START Provided records

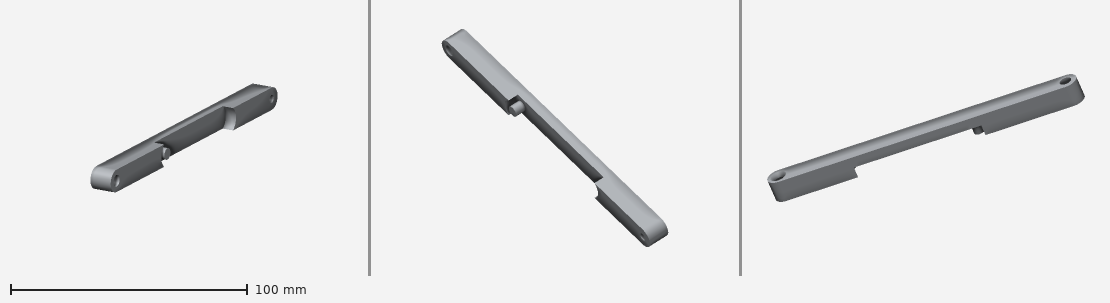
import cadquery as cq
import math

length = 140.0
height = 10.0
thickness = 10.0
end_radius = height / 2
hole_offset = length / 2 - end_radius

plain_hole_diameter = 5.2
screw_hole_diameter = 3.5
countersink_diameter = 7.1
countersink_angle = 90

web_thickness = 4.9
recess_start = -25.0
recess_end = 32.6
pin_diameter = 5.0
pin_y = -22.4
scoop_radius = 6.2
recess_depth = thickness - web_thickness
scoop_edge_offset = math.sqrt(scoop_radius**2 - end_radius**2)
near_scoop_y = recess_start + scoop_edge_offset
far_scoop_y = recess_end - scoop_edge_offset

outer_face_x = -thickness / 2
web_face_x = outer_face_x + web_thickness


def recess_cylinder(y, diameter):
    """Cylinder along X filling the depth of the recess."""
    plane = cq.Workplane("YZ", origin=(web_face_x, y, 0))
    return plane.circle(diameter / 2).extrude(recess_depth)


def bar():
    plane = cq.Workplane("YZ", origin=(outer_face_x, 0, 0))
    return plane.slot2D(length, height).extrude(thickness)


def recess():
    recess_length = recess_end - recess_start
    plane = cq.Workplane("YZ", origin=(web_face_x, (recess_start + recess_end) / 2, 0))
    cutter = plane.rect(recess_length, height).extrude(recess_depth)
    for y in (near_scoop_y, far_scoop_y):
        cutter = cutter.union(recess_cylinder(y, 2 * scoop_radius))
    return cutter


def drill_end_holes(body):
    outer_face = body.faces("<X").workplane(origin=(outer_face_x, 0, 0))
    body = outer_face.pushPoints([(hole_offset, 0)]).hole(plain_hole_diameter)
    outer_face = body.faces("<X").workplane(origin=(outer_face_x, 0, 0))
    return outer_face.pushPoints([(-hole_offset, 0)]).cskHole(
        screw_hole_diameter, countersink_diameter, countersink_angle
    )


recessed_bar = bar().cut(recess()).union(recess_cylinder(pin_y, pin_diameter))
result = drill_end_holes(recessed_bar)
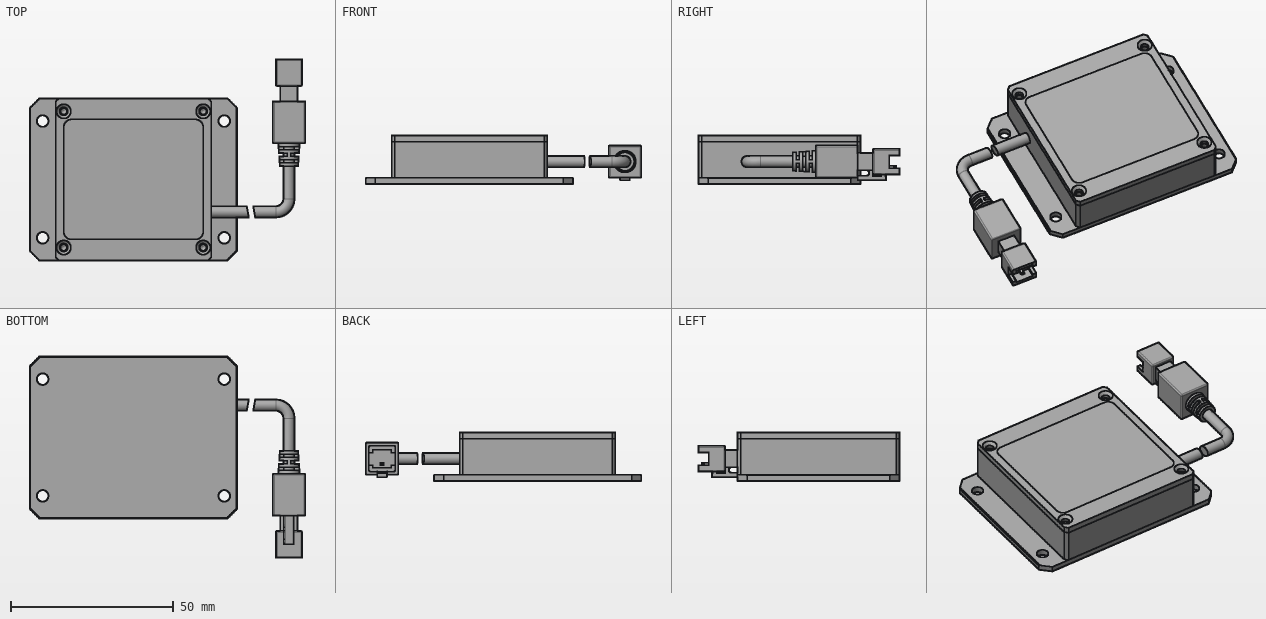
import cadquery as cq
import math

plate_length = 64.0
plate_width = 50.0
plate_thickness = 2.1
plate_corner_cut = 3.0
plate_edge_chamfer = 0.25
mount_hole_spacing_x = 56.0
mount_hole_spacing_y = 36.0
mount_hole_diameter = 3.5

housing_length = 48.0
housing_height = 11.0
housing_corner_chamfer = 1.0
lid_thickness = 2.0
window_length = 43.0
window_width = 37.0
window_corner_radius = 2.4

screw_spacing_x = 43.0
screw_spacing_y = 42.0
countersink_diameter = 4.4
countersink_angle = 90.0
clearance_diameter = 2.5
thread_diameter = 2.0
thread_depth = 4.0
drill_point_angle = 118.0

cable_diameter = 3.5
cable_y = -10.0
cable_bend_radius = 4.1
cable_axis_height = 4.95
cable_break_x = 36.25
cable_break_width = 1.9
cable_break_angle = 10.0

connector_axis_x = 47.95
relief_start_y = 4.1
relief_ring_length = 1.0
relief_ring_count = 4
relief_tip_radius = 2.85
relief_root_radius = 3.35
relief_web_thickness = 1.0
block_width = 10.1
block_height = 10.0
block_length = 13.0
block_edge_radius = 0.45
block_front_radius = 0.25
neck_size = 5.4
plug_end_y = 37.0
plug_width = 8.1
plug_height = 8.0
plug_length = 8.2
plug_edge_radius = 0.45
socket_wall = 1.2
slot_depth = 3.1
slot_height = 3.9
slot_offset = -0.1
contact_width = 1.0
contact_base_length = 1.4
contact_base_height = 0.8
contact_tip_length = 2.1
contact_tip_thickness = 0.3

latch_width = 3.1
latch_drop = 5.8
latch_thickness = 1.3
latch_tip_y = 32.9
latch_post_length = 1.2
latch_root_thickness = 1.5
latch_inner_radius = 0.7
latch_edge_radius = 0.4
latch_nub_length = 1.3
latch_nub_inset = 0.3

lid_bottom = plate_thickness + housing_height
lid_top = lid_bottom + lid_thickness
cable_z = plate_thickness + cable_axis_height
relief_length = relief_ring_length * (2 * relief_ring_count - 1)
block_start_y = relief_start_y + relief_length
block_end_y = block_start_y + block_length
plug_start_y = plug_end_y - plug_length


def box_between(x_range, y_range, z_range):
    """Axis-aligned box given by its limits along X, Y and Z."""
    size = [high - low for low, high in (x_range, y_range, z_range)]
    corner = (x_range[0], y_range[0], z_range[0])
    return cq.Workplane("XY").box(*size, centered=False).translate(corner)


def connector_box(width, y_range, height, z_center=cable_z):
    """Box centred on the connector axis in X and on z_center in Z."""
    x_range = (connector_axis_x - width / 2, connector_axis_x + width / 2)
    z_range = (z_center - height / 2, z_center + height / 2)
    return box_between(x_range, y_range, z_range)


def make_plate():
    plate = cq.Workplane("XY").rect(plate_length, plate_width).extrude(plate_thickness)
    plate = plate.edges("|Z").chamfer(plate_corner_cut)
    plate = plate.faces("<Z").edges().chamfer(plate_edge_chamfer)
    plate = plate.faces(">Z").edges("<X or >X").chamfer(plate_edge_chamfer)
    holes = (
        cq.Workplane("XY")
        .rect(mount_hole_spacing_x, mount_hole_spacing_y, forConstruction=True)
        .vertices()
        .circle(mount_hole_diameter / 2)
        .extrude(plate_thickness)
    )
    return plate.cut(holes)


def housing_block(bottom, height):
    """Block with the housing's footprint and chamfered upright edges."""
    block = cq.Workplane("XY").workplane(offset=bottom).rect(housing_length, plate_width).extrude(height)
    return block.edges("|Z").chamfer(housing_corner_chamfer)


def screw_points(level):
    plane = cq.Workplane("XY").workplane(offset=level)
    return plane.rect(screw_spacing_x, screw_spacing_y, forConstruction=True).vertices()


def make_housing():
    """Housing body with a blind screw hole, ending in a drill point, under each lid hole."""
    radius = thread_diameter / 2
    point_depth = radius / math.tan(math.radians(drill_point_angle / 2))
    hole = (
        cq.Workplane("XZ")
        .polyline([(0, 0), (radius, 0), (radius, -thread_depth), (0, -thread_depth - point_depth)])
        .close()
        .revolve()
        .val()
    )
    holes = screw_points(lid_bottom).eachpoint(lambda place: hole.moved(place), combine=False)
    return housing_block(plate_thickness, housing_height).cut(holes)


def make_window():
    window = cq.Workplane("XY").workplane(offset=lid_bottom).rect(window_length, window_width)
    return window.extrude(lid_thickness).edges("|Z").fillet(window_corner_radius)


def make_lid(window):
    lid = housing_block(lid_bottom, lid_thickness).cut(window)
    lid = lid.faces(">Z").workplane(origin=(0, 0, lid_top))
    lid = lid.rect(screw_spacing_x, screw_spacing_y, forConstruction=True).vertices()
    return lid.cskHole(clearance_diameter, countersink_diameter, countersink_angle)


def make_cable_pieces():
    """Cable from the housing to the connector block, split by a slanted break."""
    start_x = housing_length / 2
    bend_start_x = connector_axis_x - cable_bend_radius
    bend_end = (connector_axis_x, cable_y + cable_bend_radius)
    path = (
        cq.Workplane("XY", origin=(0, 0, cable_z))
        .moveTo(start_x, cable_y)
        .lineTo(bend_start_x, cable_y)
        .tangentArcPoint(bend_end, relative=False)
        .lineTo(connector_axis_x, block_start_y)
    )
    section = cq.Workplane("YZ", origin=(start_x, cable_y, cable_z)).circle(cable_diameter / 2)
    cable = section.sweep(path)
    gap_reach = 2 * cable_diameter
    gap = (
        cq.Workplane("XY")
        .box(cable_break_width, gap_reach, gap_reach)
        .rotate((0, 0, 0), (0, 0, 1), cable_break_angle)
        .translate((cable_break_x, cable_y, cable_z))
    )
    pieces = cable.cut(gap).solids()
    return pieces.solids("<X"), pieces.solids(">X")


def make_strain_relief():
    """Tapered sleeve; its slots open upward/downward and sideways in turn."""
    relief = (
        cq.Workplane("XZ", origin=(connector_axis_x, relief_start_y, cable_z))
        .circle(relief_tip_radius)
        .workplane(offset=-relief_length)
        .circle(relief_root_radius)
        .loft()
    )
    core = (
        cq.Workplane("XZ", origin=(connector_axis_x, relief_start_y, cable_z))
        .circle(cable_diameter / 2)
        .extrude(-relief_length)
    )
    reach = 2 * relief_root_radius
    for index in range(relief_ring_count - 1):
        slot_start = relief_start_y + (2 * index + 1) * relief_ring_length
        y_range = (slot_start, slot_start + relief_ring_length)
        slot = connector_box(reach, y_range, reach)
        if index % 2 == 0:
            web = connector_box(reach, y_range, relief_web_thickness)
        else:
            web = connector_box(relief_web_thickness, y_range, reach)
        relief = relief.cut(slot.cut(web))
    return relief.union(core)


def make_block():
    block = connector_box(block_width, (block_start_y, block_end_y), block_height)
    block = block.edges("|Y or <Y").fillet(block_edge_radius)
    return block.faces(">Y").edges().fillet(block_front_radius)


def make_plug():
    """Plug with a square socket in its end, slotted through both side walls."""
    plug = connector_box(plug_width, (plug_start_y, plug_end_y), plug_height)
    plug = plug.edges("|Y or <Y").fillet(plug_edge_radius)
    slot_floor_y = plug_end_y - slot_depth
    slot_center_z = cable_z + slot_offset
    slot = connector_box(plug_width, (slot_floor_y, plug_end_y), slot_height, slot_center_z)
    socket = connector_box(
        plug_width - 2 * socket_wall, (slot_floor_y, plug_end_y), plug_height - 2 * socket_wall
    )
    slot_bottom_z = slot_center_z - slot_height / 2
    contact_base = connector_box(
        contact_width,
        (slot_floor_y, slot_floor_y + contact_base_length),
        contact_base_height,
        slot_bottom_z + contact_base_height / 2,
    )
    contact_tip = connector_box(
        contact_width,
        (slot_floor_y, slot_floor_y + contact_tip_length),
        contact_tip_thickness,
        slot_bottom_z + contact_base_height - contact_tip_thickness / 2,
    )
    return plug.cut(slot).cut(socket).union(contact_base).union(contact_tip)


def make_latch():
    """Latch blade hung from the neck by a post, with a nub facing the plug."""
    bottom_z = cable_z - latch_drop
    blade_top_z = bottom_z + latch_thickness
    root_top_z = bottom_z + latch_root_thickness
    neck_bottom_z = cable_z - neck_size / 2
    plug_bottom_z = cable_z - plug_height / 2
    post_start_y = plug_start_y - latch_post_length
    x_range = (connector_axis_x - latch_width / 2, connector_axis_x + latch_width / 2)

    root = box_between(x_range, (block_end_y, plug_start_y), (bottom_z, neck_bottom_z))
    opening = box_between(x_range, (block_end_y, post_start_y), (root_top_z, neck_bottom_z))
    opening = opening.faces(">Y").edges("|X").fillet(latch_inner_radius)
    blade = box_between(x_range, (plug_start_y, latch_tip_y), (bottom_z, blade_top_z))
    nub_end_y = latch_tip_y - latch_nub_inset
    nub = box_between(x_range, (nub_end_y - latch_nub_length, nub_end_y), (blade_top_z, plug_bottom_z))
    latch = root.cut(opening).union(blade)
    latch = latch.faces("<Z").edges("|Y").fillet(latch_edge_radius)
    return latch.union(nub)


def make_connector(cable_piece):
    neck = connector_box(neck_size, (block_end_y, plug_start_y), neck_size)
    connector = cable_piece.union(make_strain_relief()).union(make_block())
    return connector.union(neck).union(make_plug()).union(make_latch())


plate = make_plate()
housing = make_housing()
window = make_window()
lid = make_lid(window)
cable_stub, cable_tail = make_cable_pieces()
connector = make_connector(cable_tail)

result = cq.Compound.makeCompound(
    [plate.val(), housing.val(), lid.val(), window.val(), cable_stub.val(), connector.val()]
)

END Provided records

_Exercise brief:_ Each line of the entries above that contains "lineTo" is to be copied.

_Result below:_
        .lineTo(bend_start_x, cable_y)
        .lineTo(connector_axis_x, block_start_y)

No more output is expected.